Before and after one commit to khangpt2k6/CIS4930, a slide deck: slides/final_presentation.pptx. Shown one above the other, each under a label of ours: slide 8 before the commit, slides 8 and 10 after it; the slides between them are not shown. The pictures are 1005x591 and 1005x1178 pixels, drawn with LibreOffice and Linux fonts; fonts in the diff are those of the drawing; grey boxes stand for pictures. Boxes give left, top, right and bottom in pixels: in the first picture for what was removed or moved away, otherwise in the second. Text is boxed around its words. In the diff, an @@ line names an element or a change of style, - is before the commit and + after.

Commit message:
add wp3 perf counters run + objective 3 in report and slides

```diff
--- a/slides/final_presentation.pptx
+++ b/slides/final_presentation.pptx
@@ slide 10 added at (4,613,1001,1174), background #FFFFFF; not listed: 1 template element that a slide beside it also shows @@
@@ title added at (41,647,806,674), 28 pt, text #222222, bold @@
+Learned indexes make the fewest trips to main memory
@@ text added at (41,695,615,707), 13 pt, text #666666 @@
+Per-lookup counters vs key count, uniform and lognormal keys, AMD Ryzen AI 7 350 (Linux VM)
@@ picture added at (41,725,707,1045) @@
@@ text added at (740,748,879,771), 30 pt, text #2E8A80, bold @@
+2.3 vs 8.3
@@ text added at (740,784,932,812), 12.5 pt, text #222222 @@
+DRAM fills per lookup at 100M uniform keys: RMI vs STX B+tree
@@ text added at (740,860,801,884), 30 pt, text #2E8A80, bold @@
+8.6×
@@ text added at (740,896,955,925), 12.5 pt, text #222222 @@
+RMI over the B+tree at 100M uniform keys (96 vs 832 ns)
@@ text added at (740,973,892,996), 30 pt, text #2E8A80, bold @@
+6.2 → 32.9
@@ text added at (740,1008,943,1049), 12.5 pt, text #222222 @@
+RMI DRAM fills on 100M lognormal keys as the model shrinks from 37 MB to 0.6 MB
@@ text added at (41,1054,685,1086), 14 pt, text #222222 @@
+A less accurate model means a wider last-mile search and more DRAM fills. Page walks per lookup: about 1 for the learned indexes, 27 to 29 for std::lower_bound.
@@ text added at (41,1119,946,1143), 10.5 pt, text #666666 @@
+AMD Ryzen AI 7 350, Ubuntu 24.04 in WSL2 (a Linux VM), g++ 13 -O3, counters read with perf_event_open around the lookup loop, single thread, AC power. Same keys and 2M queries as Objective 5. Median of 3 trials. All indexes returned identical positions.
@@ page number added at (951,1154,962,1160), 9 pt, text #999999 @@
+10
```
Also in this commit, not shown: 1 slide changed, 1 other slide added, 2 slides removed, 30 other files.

==

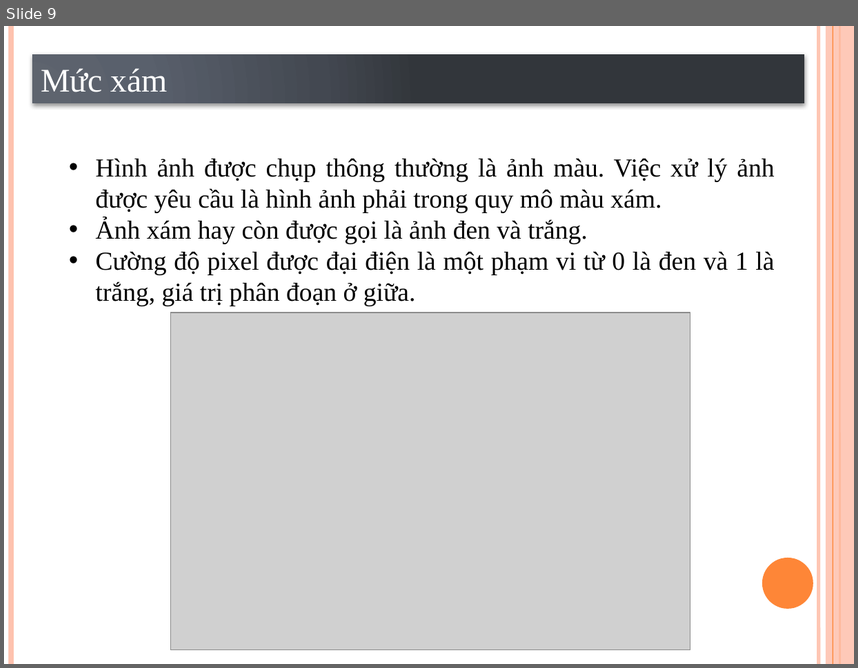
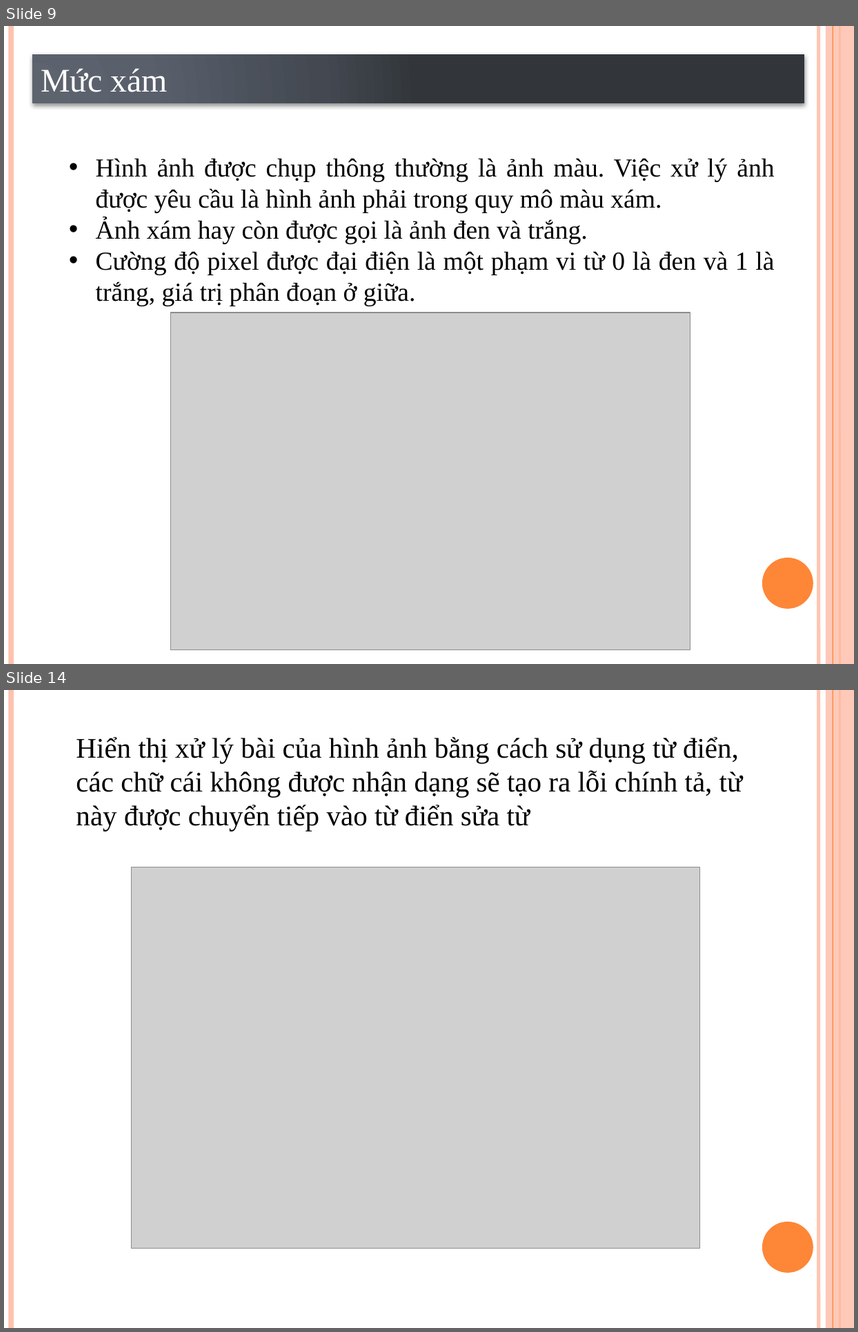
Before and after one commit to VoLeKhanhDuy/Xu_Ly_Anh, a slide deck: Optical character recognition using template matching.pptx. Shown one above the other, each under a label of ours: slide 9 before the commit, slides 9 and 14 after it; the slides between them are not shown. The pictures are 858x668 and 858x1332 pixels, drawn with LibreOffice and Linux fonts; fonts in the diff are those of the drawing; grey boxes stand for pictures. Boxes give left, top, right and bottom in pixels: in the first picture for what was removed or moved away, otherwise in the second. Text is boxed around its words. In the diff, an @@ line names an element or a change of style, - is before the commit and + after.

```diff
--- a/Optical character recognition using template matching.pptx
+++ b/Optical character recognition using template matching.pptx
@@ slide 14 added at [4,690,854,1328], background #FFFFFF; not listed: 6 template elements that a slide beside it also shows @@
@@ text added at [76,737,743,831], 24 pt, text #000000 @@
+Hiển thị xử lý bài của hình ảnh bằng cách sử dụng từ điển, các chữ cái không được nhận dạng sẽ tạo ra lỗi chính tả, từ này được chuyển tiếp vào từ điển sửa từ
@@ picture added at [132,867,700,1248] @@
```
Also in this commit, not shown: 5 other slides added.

PROBLEM DESCRIPTION -
Pick every line from the listing holding the string "Ryzen", and copy it.

FINAL ANSWER -
+Per-lookup counters vs key count, uniform and lognormal keys, AMD Ryzen AI 7 350 (Linux VM)
+AMD Ryzen AI 7 350, Ubuntu 24.04 in WSL2 (a Linux VM), g++ 13 -O3, counters read with perf_event_open around the lookup loop, single thread, AC power. Same keys and 2M queries as Objective 5. Median of 3 trials. All indexes returned identical positions.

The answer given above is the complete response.